Multi-GPU and Distributed Profiling

rocm-trace-lite supports profiling across multiple GPUs and distributed processes out of the box.

How it works

When profiling multi-process workloads (e.g., torchrun, torch.distributed.launch):

Per-process files: Each process writes to its own trace file using PID substitution (trace_%p.db)
Automatic merge: After all processes exit, per-process files are merged into a single output
GPU ID preservation: Each process’s gpuId is preserved in the merged trace

torchrun --nproc_per_node=8 model.py
    ├── Process 0 (PID 1234) → trace_1234.db (GPU 0)
    ├── Process 1 (PID 1235) → trace_1235.db (GPU 1)
    ├── ...
    └── Process 7 (PID 1241) → trace_1241.db (GPU 7)
         ↓ automatic merge
    trace.db (all 8 GPUs combined)

Usage

# TP=8 inference
rtl trace -o trace.db torchrun --nproc_per_node=8 my_model.py

# Check per-GPU distribution
sqlite3 trace.db "SELECT gpuId, count(*) FROM rocpd_op GROUP BY gpuId;"

Diagnostic tool

For troubleshooting multi-process profiling, use the diagnostic script:

# Inspect per-process files before merge
python3 tests/diagnose_trace.py trace_*.db

This reports per-file kernel counts, GPU IDs, and flags asymmetry between processes.

Validated configurations

Configuration	GPUs	Kernels captured	Status
TP=1 single process	1	12/12	Validated
TP=2 torchrun + RCCL	2	728 (364+364)	Validated
TP=8 torchrun + RCCL	8	20,648	Validated

Diagnostic counters

Each process prints diagnostic counters at shutdown:

=== rtl diagnostic (PID 336455) ===
  intercept calls:     3380
  signals injected:    2630
  drop (shutdown):     0
  drop (not kernel):   500
  drop (batch skip):   250
  drop (no qi):        0
  drop (sig pool):     0
  drop (ts fail):      0
  drop (ts invalid):   0
  recorded OK:         2630
====================================

Key indicators:

signals injected should match recorded OK (no drops)
drop (batch skip) counts packets from batch submissions (count > 1) that were skipped — typically from CUDAGraph replay. This is expected.
drop (not kernel) counts non-kernel AQL packets (barriers, vendor-specific) that were not profiled.
drop (sig pool) > 0 means signal pool exhaustion (increase SIGNAL_POOL_MAX)
drop (ts fail) > 0 indicates GPU timestamp read failures

CUDAGraph compatibility

When profiling CUDAGraph workloads (e.g., ATOM/vLLM with hipgraph), batch submissions from graph replay are automatically skipped in default and lite modes. The drop (batch skip) counter reflects these skipped packets.

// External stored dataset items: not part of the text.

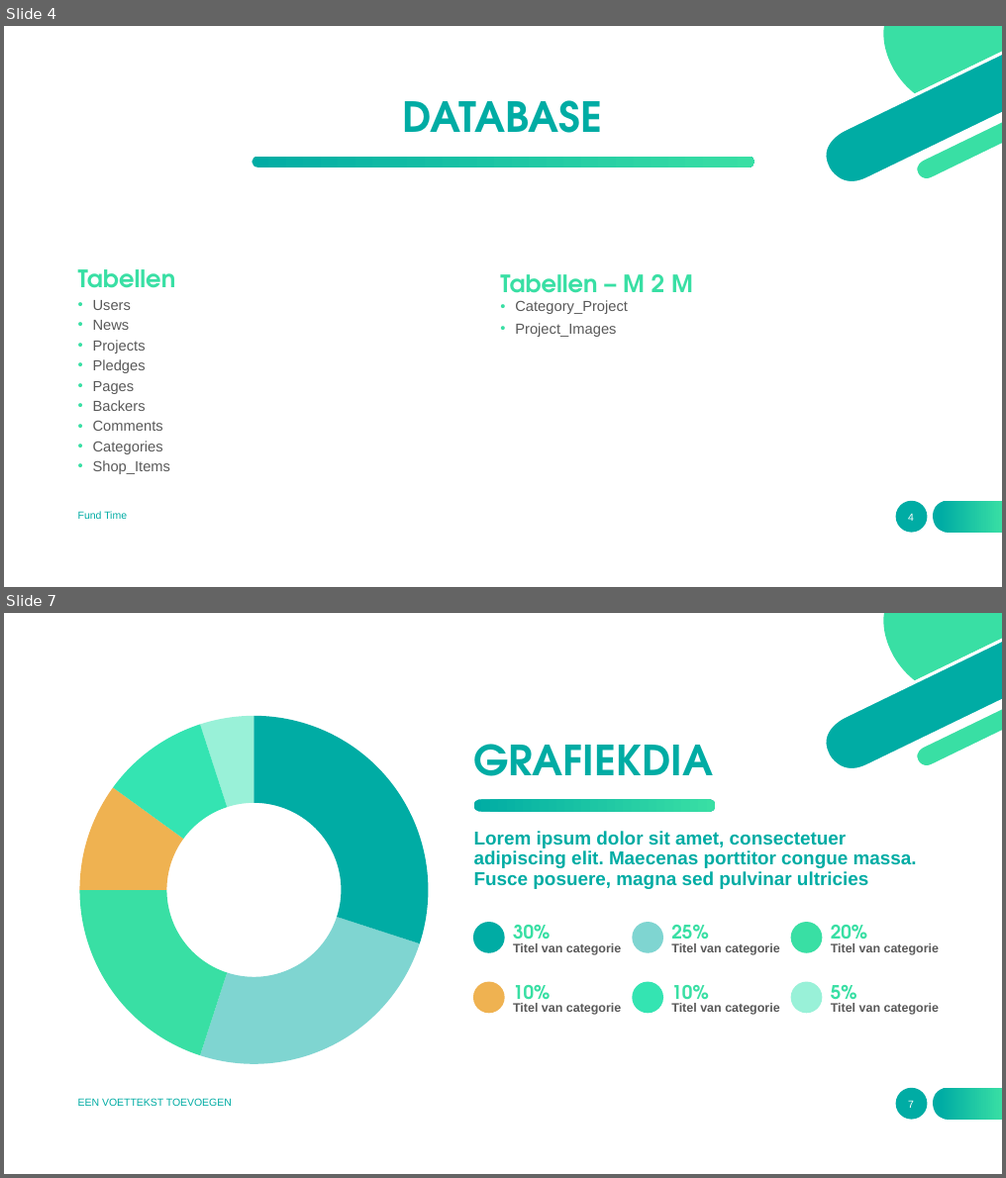
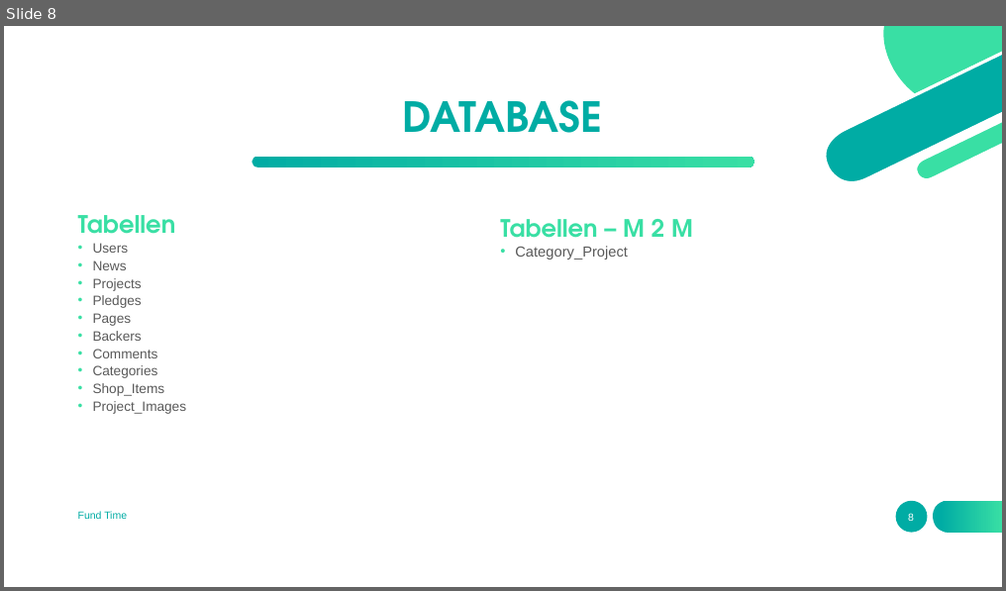
Before and after one commit to nawatend/fundtime, a slide deck: docs/Fund Time.pptx. Shown one above the other, each under a label of ours: slides 4 and 7 before the commit, slide 8 after it; the slides between them are not shown. The pictures are 1006x1178 and 1006x591 pixels, drawn with LibreOffice and Linux fonts; fonts in the diff are those of the drawing. Boxes give left, top, right and bottom in pixels: in the first picture for what was removed or moved away, otherwise in the second. Text is boxed around its words. In the diff, an @@ line names an element or a change of style, - is before the commit and + after.

```diff
--- a/docs/Fund Time.pptx
+++ b/docs/Fund Time.pptx
@@ slide 7 removed at (4, 613, 1002, 1174), background #FFFFFF; not listed: 8 template elements that a slide beside it also shows @@
@@ doughnut chart removed at (69, 702, 439, 1078) @@
-categories: 1, 2, 3, 4
-Series 1: 30, 25, 20, 10, 10, 5
@@ title removed at (473, 744, 713, 776) @@
-GRAFIEKDIA
@@ freeform shape removed at (473, 799, 715, 812) @@
@@ text removed at (474, 831, 917, 889) @@
-Lorem ipsum dolor sit amet, consectetuer adipiscing elit. Maecenas porttitor congue massa. Fusce posuere, magna sed pulvinar ultricies
@@ ellipse removed at (473, 922, 505, 954) @@
@@ text removed at (513, 925, 549, 947) @@
-30%
@@ ellipse removed at (632, 922, 663, 954) @@
@@ text removed at (671, 925, 708, 947) @@
-25%
@@ ellipse removed at (791, 922, 823, 954) @@
@@ text removed at (831, 925, 867, 947) @@
-20%
@@ text removed at (513, 944, 621, 956) @@
-Titel van categorie
@@ text removed at (671, 944, 779, 956) @@
-Titel van categorie
@@ text removed at (831, 944, 939, 956) @@
-Titel van categorie
@@ ellipse removed at (473, 982, 505, 1014) @@
@@ text removed at (513, 985, 549, 1007) @@
-10%
@@ ellipse removed at (632, 982, 663, 1014) @@
@@ text removed at (671, 985, 708, 1007) @@
-10%
@@ ellipse removed at (791, 982, 823, 1014) @@
@@ text removed at (831, 985, 857, 1007) @@
-5%
@@ text removed at (513, 1003, 621, 1015) @@
-Titel van categorie
@@ text removed at (671, 1003, 779, 1015) @@
-Titel van categorie
@@ text removed at (831, 1003, 939, 1015) @@
-Titel van categorie
@@ text removed at (78, 1098, 232, 1106) @@
-EEN VOETTEKST TOEVOEGEN
@@ page number removed at (908, 1100, 914, 1108) @@
-7
@@ what was slide 4 is now slide 8 @@
@@ slide 8 changed as well @@
@@ text at (93, 243, 165, 396): size 14 to 12.9 pt in "Users", "News", "Projects", "Pledges" and 5 more places; line spacing 0.8 to 0.7 @@
@@ 4 texts: place and size @@
-4 texts at (78, 270, 693, 474)
+4 texts at (78, 215, 693, 414)
@@ text at (515, 323, 616, 337): paragraph removed @@
-• Project_Images
@@ text at (93, 401, 187, 414): paragraph added @@
+• Project_Images
@@ page number at (908, 513, 914, 521): text changed @@
-4
+8
```
Also in this commit, not shown: 4 other slides changed, 8 slides added, 5 other slides removed, 4 other files.

For near-zero overhead with CUDAGraph workloads, use lite mode:

rtl trace --mode lite -o trace.db torchrun --nproc_per_node=8 my_model.py
# or
RTL_MODE=lite rtl trace -o trace.db torchrun --nproc_per_node=8 my_model.py

To profile graph replay kernels (requires ROCm 7.13+ with ROCR fix):

RTL_MODE=full rtl trace -o trace.db torchrun --nproc_per_node=8 my_model.py

See RTL_DEBUG=1 output for per-call diagnostics.